Uitleg door de rechter
Het is een alledaags verschijnsel dat partijen discussie krijgen over de inhoud van hun afspraken. De afspraken zijn bijvoorbeeld onduidelijk opgeschreven of zelfs helemaal niet vastgelegd. Als de discussie aan een rechter wordt voorgelegd dan moet de rechter vaststellen wat er is afgesproken. Hierbij kan de rechter op verschillende manieren de afspraken proberen te interpreteren. De rechter kan naar de letterlijke tekst van de afspraken kijken, maar de rechter kan ook de bedoeling van de partijen proberen in te vullen. In dit laatste geval stelt de rechter vast wat er is afgesproken op basis van zijn inschatting van wat de bedoeling van partijen is geweest toen ze afspraken maakten.
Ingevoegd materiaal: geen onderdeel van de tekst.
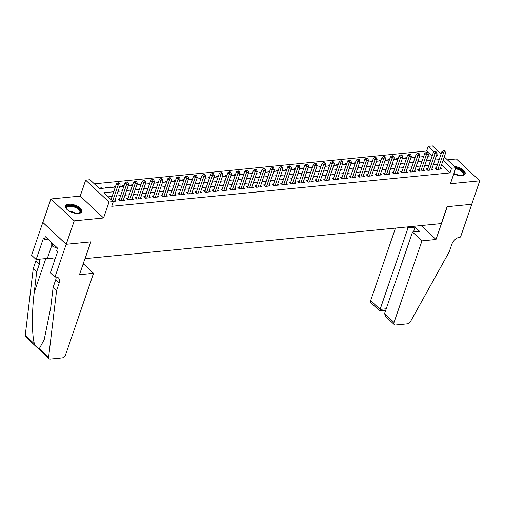 <?xml version="1.0" encoding="UTF-8"?>
<svg xmlns="http://www.w3.org/2000/svg" width="505" height="505" viewBox="0 0 505 505"><rect width="100%" height="100%" fill="white"/><g stroke="black" fill="none" stroke-linecap="round" stroke-linejoin="round"><path stroke-width="0.76" d="M453.768 173.947A8.667 3.926 18.9 0 0 461.86 175.607A8.667 3.926 18.9 0 0 465.137 173.808A8.667 3.926 18.9 0 0 454.405 166.423M68.762 204.222A8.667 3.926 18.9 0 0 65.486 206.021A8.667 3.926 18.9 0 0 69.387 211.197A8.667 3.926 18.9 0 0 78.616 213.438A8.667 3.926 18.9 0 0 81.892 211.639A8.667 3.926 18.9 0 0 77.991 206.463A8.667 3.926 18.9 0 0 68.762 204.222M431.718 155.805L426.624 151.033L428.227 146.349L432.507 145.926L441.099 153.968M84.966 258.655L441.326 223.576L447.102 206.703L471.727 204.273L479.75 180.834L456.387 158.968L447.392 159.851M85.061 258.743L90.837 241.87L66.212 244.3L42.849 222.427L50.872 198.995L74.235 220.862L103.569 217.971L109.023 202.032L85.661 180.165L89.947 179.742L99.416 188.605L115.342 187.033M103.569 217.971L80.207 196.098L50.872 198.995M80.207 196.098L85.661 180.165M426.624 151.033L94.321 183.839M66.212 244.3L74.235 220.862M436.339 167.881L434.837 168.032L436.415 169.51L441.553 168.998L440.461 167.976M427.773 168.727L426.277 168.872L427.855 170.355L432.993 169.844L431.895 168.821M419.207 169.573L417.711 169.718L419.289 171.195L424.427 170.69L423.329 169.667M410.647 170.419L409.145 170.564L410.723 172.041L415.861 171.536L414.763 170.507M402.081 171.264L400.579 171.41L402.163 172.887L407.301 172.382L406.203 171.353M393.515 172.11L392.019 172.255L393.597 173.733L398.735 173.228L397.637 172.199M384.949 172.956L383.453 173.101L385.031 174.578L390.169 174.073L389.071 173.045M376.389 173.802L374.887 173.947L376.465 175.424L381.603 174.919L380.511 173.89M367.823 174.642L366.327 174.793L367.905 176.27L373.043 175.765L371.945 174.736M359.257 175.487L357.761 175.639L359.339 177.116L364.477 176.611L363.379 175.582M350.697 176.333L349.195 176.485L350.773 177.962L355.911 177.451L354.819 176.428M342.131 177.179L340.635 177.331L342.213 178.808L347.352 178.297L346.253 177.274M333.565 178.025L332.069 178.177L333.647 179.654L338.786 179.142L337.687 178.12M325.005 178.871L323.503 179.023L325.081 180.5L330.219 179.988L329.127 178.966M316.439 179.717L314.937 179.862L316.521 181.345L321.66 180.834L320.561 179.812M307.873 180.563L306.377 180.708L307.955 182.185L313.094 181.68L311.995 180.651M299.307 181.409L297.811 181.554L299.389 183.031L304.528 182.526L303.429 181.497M290.747 182.255L289.245 182.4L290.823 183.877L295.962 183.372L294.87 182.343M282.181 183.1L280.685 183.246L282.263 184.723L287.402 184.218L286.303 183.189M273.615 183.946L272.119 184.091L273.697 185.569L278.836 185.064L277.737 184.035M265.056 184.792L263.553 184.937L265.131 186.414L270.27 185.909L269.178 184.88M256.489 185.632L254.993 185.783L256.572 187.26L261.71 186.755L260.612 185.726M247.923 186.478L246.427 186.629L248.005 188.106L253.144 187.601L252.045 186.572M239.364 187.323L237.861 187.475L239.439 188.952L244.578 188.441L243.486 187.418M230.798 188.169L229.295 188.321L230.88 189.798L236.018 189.287L234.92 188.264M222.232 189.015L220.736 189.167L222.314 190.644L227.452 190.132L226.354 189.11M213.672 189.861L212.169 190.006L213.748 191.49L218.886 190.978L217.788 189.956M205.106 190.707L203.603 190.852L205.181 192.329L210.326 191.824L209.228 190.802M196.54 191.553L195.044 191.698L196.622 193.175L201.76 192.67L200.662 191.641M187.974 192.399L186.478 192.544L188.056 194.021L193.194 193.516L192.096 192.487M179.414 193.245L177.911 193.39L179.49 194.867L184.628 194.362L183.536 193.333M170.848 194.09L169.352 194.236L170.93 195.713L176.068 195.208L174.97 194.179M162.282 194.936L160.786 195.082L162.364 196.559L167.502 196.054L166.404 195.025M153.722 195.776L152.22 195.927L153.798 197.405L158.936 196.899L157.844 195.871M145.156 196.622L143.66 196.773L145.238 198.25L150.376 197.745L149.278 196.716M136.59 197.468L135.094 197.619L136.672 199.096L141.81 198.591L140.712 197.562M128.03 198.314L126.528 198.465L128.106 199.942L133.244 199.431L132.152 198.408M119.464 199.159L117.962 199.311L119.546 200.788L124.684 200.277L123.586 199.254M101.72 188.378L101.909 187.822L98.898 188.125M110.286 187.532L110.475 186.983L105.337 187.488L105.854 187.974M115.531 186.478L113.896 186.642L114.414 187.128M124.091 185.638L122.462 185.796L122.98 186.282M132.657 184.792L131.029 184.95L131.546 185.436M141.223 183.946L139.595 184.104L140.112 184.59M149.789 183.1L148.154 183.258L148.672 183.744M158.349 182.255L156.72 182.412L157.238 182.898M166.915 181.409L165.286 181.566L165.804 182.052M175.481 180.563L173.846 180.727L174.364 181.207M184.041 179.717L182.412 179.881L182.93 180.361M192.607 178.871L190.978 179.035L191.496 179.515M201.173 178.025L199.538 178.189L200.056 178.675M209.733 177.179L208.104 177.343L208.622 177.829M218.299 176.333L216.67 176.498L217.188 176.984M226.865 175.494L225.236 175.652L225.748 176.138M235.425 174.648L233.796 174.806L234.314 175.292M243.991 173.802L242.362 173.96L242.88 174.446M252.557 172.956L250.928 173.114L251.446 173.6M261.123 172.11L259.488 172.268L260.006 172.754M269.683 171.264L268.054 171.422L268.572 171.908M278.249 170.419L276.62 170.583L277.138 171.062M286.815 169.573L285.18 169.737L285.697 170.217M295.375 168.727L293.746 168.891L294.264 169.371M303.941 167.881L302.312 168.045L302.83 168.525M312.507 167.035L310.872 167.199L311.389 167.685M321.066 166.189L319.438 166.353L319.955 166.839M329.632 165.343L328.004 165.507L328.521 165.993M338.198 164.504L336.57 164.662L337.087 165.148M346.765 163.658L345.13 163.816L345.647 164.302M355.324 162.812L353.696 162.97L354.213 163.456M363.89 161.966L362.262 162.124L362.779 162.61M372.456 161.12L370.822 161.278L371.339 161.764M381.016 160.274L379.388 160.432L379.905 160.918M389.582 159.428L387.954 159.593L388.471 160.072M398.148 158.583L396.513 158.747L397.031 159.226M406.708 157.737L405.079 157.901L405.597 158.381M415.274 156.891L413.645 157.055L414.163 157.541M102.427 188.308L101.909 187.822M110.993 187.462L110.475 186.983M422.723 156.695L422.212 156.209L423.84 156.045M113.72 191.767L103.834 192.746L113.309 201.609L111.706 206.299L449.987 172.906L441.49 164.952M437.551 164.333L433.284 164.75M428.985 165.179L424.724 165.596M420.425 166.025L416.158 166.442M411.859 166.865L407.592 167.288M403.293 167.71L399.032 168.133M394.733 168.556L390.466 168.979M386.167 169.402L381.9 169.825M377.601 170.248L373.34 170.671M369.041 171.094L364.774 171.517M360.475 171.94L356.208 172.363M351.909 172.786L347.642 173.209M343.349 173.632L339.082 174.055M334.783 174.477L330.516 174.894M326.217 175.323L321.95 175.74M317.651 176.169L313.39 176.586M309.092 177.009L304.824 177.432M300.525 177.855L296.258 178.278M291.959 178.701L287.698 179.123M283.4 179.546L279.132 179.969M274.834 180.392L270.566 180.815M266.268 181.238L262.007 181.661M257.708 182.084L253.441 182.507M249.142 182.93L244.875 183.353M240.576 183.776L236.308 184.199M232.01 184.622L227.749 185.038M223.45 185.468L219.183 185.884M214.884 186.313L210.617 186.73M206.318 187.159L202.057 187.576M197.758 187.999L193.491 188.422M189.192 188.845L184.925 189.268M180.626 189.691L176.365 190.114M172.066 190.536L167.799 190.959M163.5 191.382L159.233 191.805M154.934 192.228L150.667 192.651M146.374 193.074L142.107 193.497M137.808 193.92L133.541 194.343M129.242 194.766L124.975 195.189M120.676 195.612L116.415 196.028M112.116 196.458L108.215 196.843M113.107 201.419L116.118 201.123L115.02 200.1M444.248 156.91L455.876 167.793L450.416 183.732L479.75 180.834M455.876 167.793L451.59 168.215L443.1 160.268M449.987 172.906L451.59 168.215M113.309 201.609L109.023 202.032M436.509 155.332L437.702 155.212L436.831 154.404M434.212 151.948L428.227 146.349M119.641 186.61L123.902 186.187M128.201 185.764L132.468 185.341M136.767 184.918L141.034 184.502M145.333 184.073L149.594 183.656M153.892 183.227L158.16 182.81M162.459 182.381L166.726 181.964M171.025 181.541L175.292 181.118M179.591 180.695L183.852 180.272M188.15 179.849L192.418 179.427M196.716 179.004L200.984 178.581M205.282 178.158L209.543 177.735M213.842 177.312L218.109 176.889M222.408 176.466L226.676 176.043M230.974 175.62L235.235 175.197M239.534 174.774L243.801 174.351M248.1 173.928L252.367 173.512M256.666 173.082L260.933 172.666M265.226 172.237L269.493 171.82M273.792 171.391L278.059 170.974M282.358 170.551L286.625 170.128M290.924 169.705L295.185 169.282M299.484 168.859L303.751 168.436M308.05 168.014L312.317 167.591M316.616 167.168L320.877 166.745M325.176 166.322L329.443 165.899M333.742 165.476L338.009 165.053M342.308 164.63L346.569 164.207M350.868 163.784L355.135 163.368M359.434 162.938L363.701 162.522M368 162.092L372.267 161.676M376.566 161.246L380.827 160.83M385.126 160.407L389.393 159.984M393.692 159.561L397.959 159.138M402.258 158.715L406.519 158.292M410.817 157.869L415.085 157.446M419.384 157.023L423.651 156.601M427.95 156.178L432.211 155.755M439.154 159.643L434.893 160.066M430.595 160.489L426.327 160.912M422.028 161.335L417.761 161.758M413.462 162.181L409.202 162.604M404.903 163.027L400.635 163.45M396.337 163.873L392.069 164.295M387.771 164.718L383.503 165.135M379.211 165.564L374.944 165.981M370.645 166.41L366.377 166.827M362.079 167.25L357.811 167.673M353.513 168.096L349.252 168.518M344.953 168.941L340.686 169.364M336.387 169.787L332.12 170.21M327.821 170.633L323.56 171.056M319.261 171.479L314.994 171.902M310.695 172.325L306.428 172.748M302.129 173.171L297.868 173.594M293.569 174.017L289.302 174.44M285.003 174.863L280.736 175.279M276.437 175.708L272.17 176.125M267.871 176.554L263.61 176.971M259.311 177.4L255.044 177.817M250.745 178.24L246.478 178.663M242.179 179.086L237.918 179.509M233.619 179.931L229.352 180.354M225.053 180.777L220.786 181.2M216.487 181.623L212.226 182.046M207.927 182.469L203.66 182.892M199.361 183.315L195.094 183.738M190.795 184.161L186.528 184.584M182.236 185.007L177.968 185.43M173.669 185.853L169.402 186.269M165.103 186.698L160.836 187.115M156.537 187.544L152.276 187.961M147.978 188.39L143.71 188.807M139.412 189.23L135.144 189.653M130.845 190.076L126.585 190.499M122.286 190.922L118.019 191.344M112.647 200.99L118.063 185.171L120.203 184.963L114.616 201.274M111.068 199.513L116.485 183.694L118.063 185.171L118.65 183.448L119.502 183.365L118.871 182.772L118.019 182.854L118.65 183.448M118.019 182.854L116.485 183.694M120.203 184.963L119.502 183.365M67.102 209.575A7.499 3.396 -161.1 0 1 66.761 209.12A7.499 3.396 -161.1 0 1 66.849 206.412A7.499 3.396 -161.1 0 1 76.305 207.088A7.499 3.396 -161.1 0 1 80.011 212.75A7.499 3.396 -161.1 0 1 78.988 213.306A7.499 3.396 -161.1 0 1 78.433 213.457M78.685 213.4A6.944 3.15 18.9 0 0 79.367 212.984A6.944 3.15 18.9 0 0 79.841 212.296A6.944 3.15 18.9 0 0 75.125 207.385A6.944 3.15 18.9 0 0 67.178 207.113A6.944 3.15 18.9 0 0 66.698 207.801A6.944 3.15 18.9 0 0 66.944 209.379M81.652 212.106A8.61 3.901 18.9 0 0 75.453 206.166A8.61 3.901 18.9 0 0 65.877 205.939A8.61 3.901 18.9 0 0 65.391 206.539M51.264 242.23L52.053 245.929L57.362 248.479M52.823 243.688L52.053 245.929M455.807 167.995A7.499 3.396 -161.1 0 1 462.435 171.157A7.499 3.396 -161.1 0 1 463.262 174.919A7.499 3.396 -161.1 0 1 462.233 175.475A7.499 3.396 -161.1 0 1 461.684 175.626M461.93 175.57A6.944 3.15 18.9 0 0 462.612 175.153A6.944 3.15 18.9 0 0 463.091 174.471A6.944 3.15 18.9 0 0 455.56 168.714M464.897 174.275A8.61 3.901 18.9 0 0 455.441 167.389M93.52 273.3L65.599 354.857A3.333 2.096 133.1 0 1 62.064 357.919L50.374 359.074A3.333 2.096 133.1 0 1 49.061 358.695A3.333 2.096 133.1 0 1 48.613 357.18L56.592 290.533L59.161 283.034A7.777 4.886 133.1 0 0 58.479 277.946A7.777 4.886 133.1 0 0 55.411 277.062L54.938 277.112L66.174 244.3L90.711 241.882L79.474 274.688L93.52 273.3L84.082 264.469L82.934 264.576M49.061 358.695L25.698 336.829A3.333 2.096 -46.9 0 1 25.25 335.314L33.229 268.666L36.682 271.898L34.239 292.338C31.733 311.711 31.853 336.09 34.492 343.962C36.24 346.96 37.869 348.488 39.377 348.532L44.219 339.587L50.689 307.734L53.132 287.294L55.701 279.795A7.777 4.886 133.1 0 0 56.087 277.043M53.132 287.294L56.592 290.533M33.229 268.666L35.792 261.167A7.777 4.886 133.1 0 0 36.164 259.526M38.55 259.292A7.777 4.886 133.1 0 1 38.576 259.311A7.777 4.886 133.1 0 1 39.251 264.399L36.682 271.898M66.174 244.3L42.805 222.434L31.575 255.24L36.152 259.526L43.342 238.53L44.352 239.477L47.943 239.124M54.938 277.112L50.361 272.826L57.551 251.831L56.541 250.884L57.501 248.069L45.317 236.662L44.352 239.477M36.152 259.526L47.331 258.421A12.505 5.662 -161.1 0 1 54.988 259.311M395.478 228.096L370.67 300.563L380.107 309.401L386.237 308.795M421.953 240.885L394.033 322.436A3.333 2.096 133.1 0 0 394.323 324.614A3.333 2.096 133.1 0 0 395.642 324.993L407.333 323.838A3.333 2.096 133.1 0 0 410.559 321.451L449.254 251.774L451.823 244.275A7.777 4.886 -46.9 0 1 460.068 237.123L460.535 237.072L471.771 204.266L447.234 206.69L435.998 239.496L421.953 240.885L412.516 232.048L419.623 231.347L415.142 227.149L408.034 227.85L379.823 310.184M408.034 227.85L407.074 226.953M435.998 239.496L421.12 225.571M412.516 232.048L384.595 313.599L394.033 322.436M385.744 310.234L379.608 310.84L370.96 302.748A3.333 2.096 -46.9 0 1 370.67 300.563M415.142 227.149L413.494 231.946M394.323 324.614L385.675 316.521L384.595 313.599M121.042 200.636L126.629 184.325L128.769 184.117L123.182 200.428M119.01 200.289L119.022 200.264A1.111 0.701 133.1 0 0 119.205 199.911L125.044 182.848L126.629 184.325L127.21 182.602L128.068 182.52L127.437 181.926L126.578 182.008L127.21 182.602M126.578 182.008L125.044 182.848M128.769 184.117L128.068 182.52M129.608 199.791L135.189 183.485L137.328 183.271L131.748 199.582M127.576 199.443L127.588 199.418A1.111 0.701 133.1 0 0 127.771 199.065L133.61 182.002L135.189 183.485L135.776 181.756L136.634 181.674L136.003 181.08L135.144 181.169L135.776 181.756M135.144 181.169L133.61 182.002M137.328 183.271L136.634 181.674M138.168 198.945L143.755 182.64L145.894 182.425L140.314 198.736M136.142 198.598L136.154 198.579A1.111 0.701 133.1 0 0 136.337 198.219L142.176 181.162L143.755 182.64L144.342 180.91L145.194 180.828L144.563 180.234L143.71 180.323L144.342 180.91M143.71 180.323L142.176 181.162M145.894 182.425L145.194 180.828M146.734 198.105L152.321 181.794L154.461 181.579L148.874 197.891M145.27 198.244L144.714 197.733A1.111 0.701 133.1 0 0 144.897 197.373L150.743 180.317L152.321 181.794L152.901 180.064L153.76 179.982L153.129 179.389L152.27 179.477L152.901 180.064M152.27 179.477L150.743 180.317M154.461 181.579L153.76 179.982M155.3 197.259L160.88 180.948L163.027 180.733L157.44 197.045M153.268 196.906L153.28 196.887A1.111 0.701 133.1 0 0 153.463 196.527L159.302 179.471L160.88 180.948L161.467 179.218L162.326 179.136L161.695 178.543L160.836 178.631L161.467 179.218M160.836 178.631L159.302 179.471M163.027 180.733L162.326 179.136M163.86 196.413L169.446 180.102L171.586 179.887L166.006 196.199M161.834 196.06L161.846 196.041A1.111 0.701 133.1 0 0 162.029 195.681L167.868 178.625L169.446 180.102L170.034 178.379L170.892 178.29L170.261 177.697L169.402 177.785L170.034 178.379M169.402 177.785L167.868 178.625M171.586 179.887L170.892 178.29M172.426 195.568L178.012 179.256L180.152 179.041L174.566 195.353M170.393 195.214L170.412 195.195A1.111 0.701 133.1 0 0 170.589 194.835L176.434 177.779L178.012 179.256L178.6 177.533L179.452 177.444L178.82 176.857L177.968 176.939L178.6 177.533M177.968 176.939L176.434 177.779M180.152 179.041L179.452 177.444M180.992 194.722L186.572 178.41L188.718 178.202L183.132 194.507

In het juridisch taalgebruik wordt deze uitleg van de bedoeling van partijen het ‘Haviltex-criterium’ genoemd, terwijl de letterlijke wijze van interpreteren de ‘CAO-norm’ wordt genoemd (deze begrippen komen uit rechtszaken die gingen over de verschillende manieren van interpreteren).
Belangen
Het onderscheid tussen de manier van uitleg is belangrijk omdat er een groot verschil kan zitten tussen wat er is opgeschreven en wat (een van de) partijen hebben bedoeld. Dit kan in een rechtszaak het verschil zijn tussen winst en verlies. Er is daarom al veel geprocedeerd over de keuzes die een rechter moet maken bij zijn interpretatie van afspraken. Het gaat er dan vooral om in welke situaties de rechter moet kijken naar de letterlijke tekst en wanneer de rechter moet proberen de bedoeling van partijen in te vullen.
Keuze partijen?
Een interessante vraag is of partijen een rechter kunnen dwingen hun afspraken op een bepaalde manier te interpreteren. Kunnen partijen bijvoorbeeld in hun afspraken opnemen dat de rechter bij zijn interpretatie van de afspraken enkel mag kijken naar de letterlijke tekst en niet de bedoeling van partijen mag invullen?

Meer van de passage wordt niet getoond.